*** Records supplied Section Begins ***

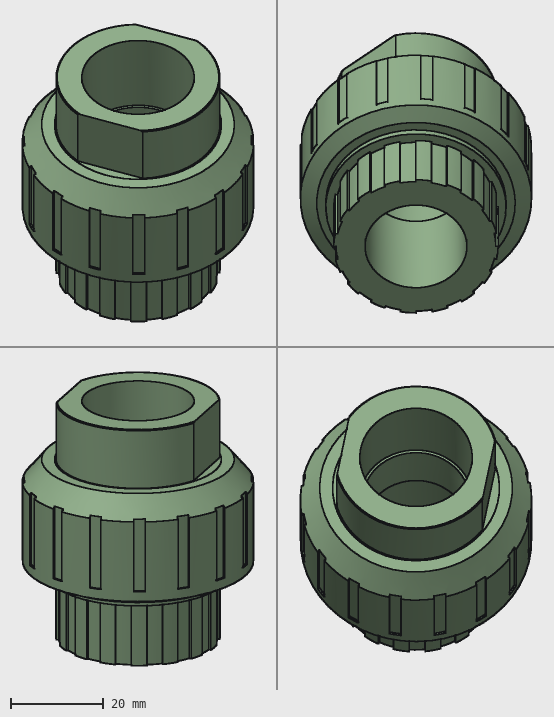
import cadquery as cq

TOTAL_HEIGHT = 54.5
COLLAR_BOTTOM = 14.5
NUT_BOTTOM = 16.0
NUT_TOP = 41.0
NUT_LOWER_CHAMFER_HEIGHT = 1.6
NUT_UPPER_CHAMFER_HEIGHT = 5.0
LIP_THICKNESS = NUT_UPPER_CHAMFER_HEIGHT
LIP_BOTTOM = NUT_TOP - LIP_THICKNESS
JOINT_HEIGHT = 24.5

NUT_DIAMETER = 50.0
NUT_TOP_DIAMETER = 41.65
NUT_BOTTOM_DIAMETER = 42.9
NUT_LIP_BORE = 36.1
NUT_BORE = 38.95
GROOVE_COUNT = 16
GROOVE_WIDTH = 2.55
GROOVE_DEPTH = 0.45
GROOVE_BOTTOM = 19.9

NECK_DIAMETER = 36.0
HEAD_DIAMETER = 35.4
HEAD_RIM_DIAMETER = 35.0
HEAD_CHAMFER_HEIGHT = 0.2
WIDTH_ACROSS_FLATS = 32.0
SOCKET_DIAMETER = 24.3
SOCKET_FLOOR = LIP_BOTTOM
TAPER_TOP_DIAMETER = 23.0

FLOW_BORE = 22.0
SPIGOT_DIAMETER = 35.5
SPIGOT_CORE_DIAMETER = 34.5
RIB_COUNT = 16
RIB_WIDTH = 3.45


def disc(diameter, bottom, top):
    """Solid cylinder on the Z axis between two heights."""
    return cq.Workplane("XY").workplane(offset=bottom).circle(diameter / 2).extrude(top - bottom)


def cone(bottom_diameter, top_diameter, bottom, top):
    """Solid frustum on the Z axis between two heights."""
    return cq.Workplane(cq.Solid.makeCone(
        bottom_diameter / 2, top_diameter / 2, top - bottom, pnt=cq.Vector(0, 0, bottom)))


def radial_bars(count, width, bottom, top):
    """Evenly spaced bars running outward from the axis past the nut, joined at the axis."""
    bars = cq.Workplane("XY")
    for index in range(count):
        bar = cq.Workplane("XY").box(NUT_DIAMETER, width, top - bottom, centered=(False, True, False))
        bar = bar.translate((0, 0, bottom)).rotate((0, 0, 0), (0, 0, 1), index * 360 / count)
        bars = bars.add(bar)
    return bars.combine()


def make_nut():
    lower_edge = NUT_BOTTOM + NUT_LOWER_CHAMFER_HEIGHT
    upper_edge = NUT_TOP - NUT_UPPER_CHAMFER_HEIGHT
    body = (
        cone(NUT_BOTTOM_DIAMETER, NUT_DIAMETER, NUT_BOTTOM, lower_edge)
        .union(disc(NUT_DIAMETER, lower_edge, upper_edge))
        .union(cone(NUT_DIAMETER, NUT_TOP_DIAMETER, upper_edge, NUT_TOP))
    )

    groove_floor_diameter = NUT_DIAMETER - 2 * GROOVE_DEPTH
    grooves = radial_bars(GROOVE_COUNT, GROOVE_WIDTH, GROOVE_BOTTOM, NUT_TOP)
    grooves = grooves.cut(disc(groove_floor_diameter, GROOVE_BOTTOM, NUT_TOP))
    body = body.cut(grooves)

    return body.cut(disc(NUT_BORE, NUT_BOTTOM, LIP_BOTTOM)).cut(disc(NUT_LIP_BORE, LIP_BOTTOM, NUT_TOP))


def make_upper_end():
    chamfer_bottom = TOTAL_HEIGHT - HEAD_CHAMFER_HEIGHT
    head = disc(HEAD_DIAMETER, NUT_TOP, chamfer_bottom)
    head = head.union(cone(HEAD_DIAMETER, HEAD_RIM_DIAMETER, chamfer_bottom, TOTAL_HEIGHT))
    flats = cq.Workplane("XY").box(
        HEAD_DIAMETER, WIDTH_ACROSS_FLATS, TOTAL_HEIGHT, centered=(True, True, False))
    head = head.intersect(flats)

    neck = disc(NECK_DIAMETER, LIP_BOTTOM, NUT_TOP)
    flange = disc(NUT_BORE, JOINT_HEIGHT, LIP_BOTTOM)
    body = head.union(neck).union(flange)

    socket = disc(SOCKET_DIAMETER, SOCKET_FLOOR, TOTAL_HEIGHT)
    taper = cone(FLOW_BORE, TAPER_TOP_DIAMETER, JOINT_HEIGHT, SOCKET_FLOOR)
    return body.cut(socket).cut(taper)


def make_lower_end():
    collar = disc(NUT_BORE, COLLAR_BOTTOM, JOINT_HEIGHT)
    core = disc(SPIGOT_CORE_DIAMETER, 0, COLLAR_BOTTOM)
    ribs = disc(SPIGOT_DIAMETER, 0, COLLAR_BOTTOM).intersect(
        radial_bars(RIB_COUNT, RIB_WIDTH, 0, COLLAR_BOTTOM))
    return core.union(ribs).union(collar).cut(disc(FLOW_BORE, 0, JOINT_HEIGHT))


nut = make_nut()
upper_end = make_upper_end()
lower_end = make_lower_end()

result = cq.Compound.makeCompound([nut.val(), upper_end.val(), lower_end.val()])

*** Records supplied Section Ends ***

From the records above, extract exactly and only the lines that begin at the line with "HEAD_RIM_DIAMETER, chamfer_bottom, TOTAL_HEIGHT))" and stop after the line with "head = head.intersect(flats)".

Response to this exercise
    head = head.union(cone(HEAD_DIAMETER, HEAD_RIM_DIAMETER, chamfer_bottom, TOTAL_HEIGHT))
    flats = cq.Workplane("XY").box(
        HEAD_DIAMETER, WIDTH_ACROSS_FLATS, TOTAL_HEIGHT, centered=(True, True, False))
    head = head.intersect(flats)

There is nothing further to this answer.